*** Exercise material ***

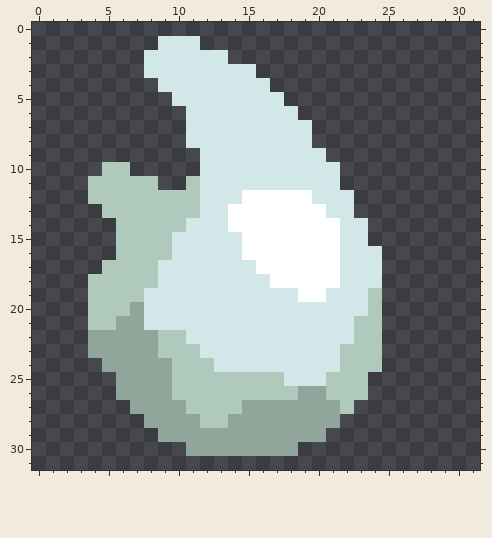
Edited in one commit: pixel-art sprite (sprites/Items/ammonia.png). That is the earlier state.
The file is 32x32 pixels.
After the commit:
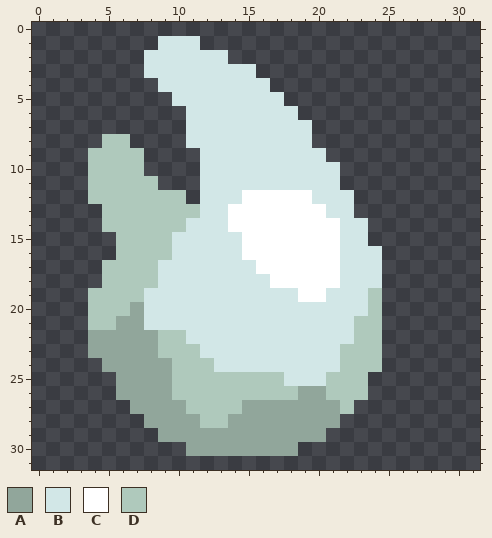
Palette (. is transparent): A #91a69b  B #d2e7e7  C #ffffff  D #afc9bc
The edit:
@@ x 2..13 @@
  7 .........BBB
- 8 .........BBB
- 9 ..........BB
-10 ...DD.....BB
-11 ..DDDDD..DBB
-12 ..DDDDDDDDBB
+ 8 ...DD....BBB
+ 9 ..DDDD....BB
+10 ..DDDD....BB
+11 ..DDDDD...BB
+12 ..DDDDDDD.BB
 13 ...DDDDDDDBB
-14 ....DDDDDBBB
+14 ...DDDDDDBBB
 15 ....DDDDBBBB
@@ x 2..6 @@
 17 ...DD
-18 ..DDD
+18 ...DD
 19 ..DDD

***

Your answer must be an exact transcription of the records above, minus the pictures.

▶ [Exercise result]
Edited in one commit: pixel-art sprite (sprites/Items/ammonia.png). That is the earlier state.
The file is 32x32 pixels.
After the commit:
Palette (. is transparent): A #91a69b  B #d2e7e7  C #ffffff  D #afc9bc
The edit:
@@ x 2..13 @@
  7 .........BBB
- 8 .........BBB
- 9 ..........BB
-10 ...DD.....BB
-11 ..DDDDD..DBB
-12 ..DDDDDDDDBB
+ 8 ...DD....BBB
+ 9 ..DDDD....BB
+10 ..DDDD....BB
+11 ..DDDDD...BB
+12 ..DDDDDDD.BB
 13 ...DDDDDDDBB
-14 ....DDDDDBBB
+14 ...DDDDDDBBB
 15 ....DDDDBBBB
@@ x 2..6 @@
 17 ...DD
-18 ..DDD
+18 ...DD
 19 ..DDD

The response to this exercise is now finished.